地下水系统中硫氧化还原循环对砷迁移转化的影响研究

The Datong Basin is a typical area where groundwater contains high concentrations of sulfur and arsenic in China. The sulfur is undergoing or/and has undergone intensive (bio-)redox cycling within aquifer systems in this area. The field monitoring, simulation experiments, thermodynamic computation and reactive-transport modeling will be jointly conducted in this project to quantitatively discuss the effects of (bio-)redox cycling of sulfur on arsenic mobilization and enrichment in groundwater from the Datong Basin. The groundwater flow model of the Datong field experimental plot will be set up with MODFLOW according to our previous hydrogeological survey and monitoring results. Groundwater arsenic and sulfur speciation, arsenic thioanions, and arsenic-bearing iron minerals will be quantified through on-site and laboratory analyses. Thermodynamic modeling computation will be performed using PHREEQC to identify the pathways of sulfur redox transformations and their mediation in primary geochemical processes controlling arsenic mobilization in groundwater. Arsenic geochemical cycling under sulfidic condition will be developed by combining the results of batch experiments with thermodynamic computation. And then, a coupled steady-state reactive-transport model will be formulated and calibrated using PHT3D to help unravel the pathways and quantify the effects of sulfur redox transformations on arsenic mobilization within groundwater aquifer systems of the Datong Basin. The study can provide consolidated scientific support for a full understanding the genesis of high arsenic groundwater.

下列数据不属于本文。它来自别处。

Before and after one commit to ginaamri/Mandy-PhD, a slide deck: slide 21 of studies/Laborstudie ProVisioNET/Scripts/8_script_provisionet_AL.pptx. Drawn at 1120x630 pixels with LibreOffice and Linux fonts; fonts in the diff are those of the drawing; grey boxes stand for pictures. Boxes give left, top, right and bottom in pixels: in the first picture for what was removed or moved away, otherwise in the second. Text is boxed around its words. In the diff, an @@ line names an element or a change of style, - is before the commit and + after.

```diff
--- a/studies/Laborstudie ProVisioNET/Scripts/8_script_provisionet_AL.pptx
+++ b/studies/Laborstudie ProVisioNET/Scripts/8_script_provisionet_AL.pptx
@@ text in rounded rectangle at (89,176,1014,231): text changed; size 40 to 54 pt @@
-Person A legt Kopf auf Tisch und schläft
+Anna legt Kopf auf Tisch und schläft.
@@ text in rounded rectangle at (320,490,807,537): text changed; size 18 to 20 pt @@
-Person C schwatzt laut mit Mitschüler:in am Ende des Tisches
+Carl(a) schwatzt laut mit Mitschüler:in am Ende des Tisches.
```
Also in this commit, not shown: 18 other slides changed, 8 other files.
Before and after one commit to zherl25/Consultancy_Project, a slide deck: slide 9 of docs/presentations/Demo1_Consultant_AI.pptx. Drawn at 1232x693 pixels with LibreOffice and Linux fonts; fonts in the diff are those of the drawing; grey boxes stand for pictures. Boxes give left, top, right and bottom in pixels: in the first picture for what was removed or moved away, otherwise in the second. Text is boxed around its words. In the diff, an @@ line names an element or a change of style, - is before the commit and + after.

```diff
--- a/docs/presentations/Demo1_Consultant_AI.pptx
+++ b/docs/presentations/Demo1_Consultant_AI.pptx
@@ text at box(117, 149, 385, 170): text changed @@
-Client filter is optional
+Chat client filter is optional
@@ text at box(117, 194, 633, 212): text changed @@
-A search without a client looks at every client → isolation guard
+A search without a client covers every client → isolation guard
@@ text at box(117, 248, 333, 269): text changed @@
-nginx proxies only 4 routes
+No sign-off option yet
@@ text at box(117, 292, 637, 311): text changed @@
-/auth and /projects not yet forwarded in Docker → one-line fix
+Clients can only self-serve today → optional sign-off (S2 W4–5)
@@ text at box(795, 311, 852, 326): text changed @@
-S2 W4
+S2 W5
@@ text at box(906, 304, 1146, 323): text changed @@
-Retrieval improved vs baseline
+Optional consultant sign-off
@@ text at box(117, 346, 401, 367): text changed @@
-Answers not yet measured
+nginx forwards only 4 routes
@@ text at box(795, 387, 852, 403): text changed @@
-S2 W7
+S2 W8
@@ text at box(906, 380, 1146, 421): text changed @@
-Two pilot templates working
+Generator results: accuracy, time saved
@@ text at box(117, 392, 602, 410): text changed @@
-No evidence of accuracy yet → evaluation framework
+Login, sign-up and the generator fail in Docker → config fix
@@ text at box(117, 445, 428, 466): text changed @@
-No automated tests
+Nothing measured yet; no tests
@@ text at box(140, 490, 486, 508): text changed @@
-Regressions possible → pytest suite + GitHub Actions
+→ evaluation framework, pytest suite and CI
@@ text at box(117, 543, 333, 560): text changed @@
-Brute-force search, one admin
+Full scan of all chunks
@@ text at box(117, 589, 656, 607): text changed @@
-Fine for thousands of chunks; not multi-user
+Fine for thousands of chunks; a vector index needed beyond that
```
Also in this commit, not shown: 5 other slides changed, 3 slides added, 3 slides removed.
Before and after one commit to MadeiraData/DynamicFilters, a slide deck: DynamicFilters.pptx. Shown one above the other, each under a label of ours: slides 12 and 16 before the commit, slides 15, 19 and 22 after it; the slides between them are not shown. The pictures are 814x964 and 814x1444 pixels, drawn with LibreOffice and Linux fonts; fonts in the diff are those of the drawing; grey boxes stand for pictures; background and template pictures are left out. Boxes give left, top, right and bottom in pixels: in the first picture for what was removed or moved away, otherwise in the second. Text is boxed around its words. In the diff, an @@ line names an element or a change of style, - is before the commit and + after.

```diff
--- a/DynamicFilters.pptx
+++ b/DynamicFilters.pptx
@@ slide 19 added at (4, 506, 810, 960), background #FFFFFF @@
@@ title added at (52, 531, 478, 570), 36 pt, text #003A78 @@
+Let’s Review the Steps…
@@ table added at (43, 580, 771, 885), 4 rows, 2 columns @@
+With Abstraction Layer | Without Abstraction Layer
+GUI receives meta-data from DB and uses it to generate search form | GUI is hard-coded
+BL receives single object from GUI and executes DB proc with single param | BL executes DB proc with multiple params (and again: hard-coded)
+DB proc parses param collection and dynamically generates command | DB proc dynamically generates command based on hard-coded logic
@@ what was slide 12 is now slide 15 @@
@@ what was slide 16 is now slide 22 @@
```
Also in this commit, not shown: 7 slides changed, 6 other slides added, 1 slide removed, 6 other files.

大同盆地是我国典型高砷地下水分布区，含水层系统中硫经历了强烈的（生物）氧化还原循环。项目拟选取大同盆地高砷地下水野外试验场为研究区，采用野外监测、模拟实验、热力学计算与反应-迁移耦合模拟相结合的方法，定量探讨硫（生物）氧化还原循环对地下水系统中砷迁移转化的影响。首先，基于场地水文地质条件、前期调查与监测数据，建立场地高砷含水层系统地下水流模型。然后，通过对地下水中砷形态、硫形态、（多）硫代砷化合物组成及砷赋存铁矿物相的精确测定与模拟计算，准确识别地下水系统中硫（生物）氧化还原循环途径及其诱导下砷迁移转化的主导性地球化学过程。在此基础上，建立富硫环境中砷的地球化学循环模型。最后，通过整合水流模型和砷的地球化学循环模型，实现砷的反应-迁移耦合模拟计算，定量刻画硫（生物）氧化还原循环对砷迁移富集的影响机制。研究对揭示高砷地下水形成机理具有重要意义，有望进一步丰富和完善高砷地下水成因理论体系。

项目针对地下水系统中砷的赋存形态、硫酸盐还原促进砷释放的机理研究方面取得了新进展。研究发现强还原、碱性、富硫环境下硫代砷化合物的形成是地下水中砷富集的关键水文地球化学过程，提出了硫（生物）地球化学循环形成硫代砷化合物控制砷迁移富集这一新机制。通过模型定量刻画了地下水水化学与水文地质条件对砷原位固定的影响。研究成果为区域劣质地下水改良提供了新思路，对推动了地下水污染修复技术进步，对保障高砷地下水分布区供水安全具有重要的理论与实践指导意义。依托项目发表高水平学术论文19篇，授权国家专利3项；培养博士研究生4人，硕士研究生15人；开展国际合作与交流7人次。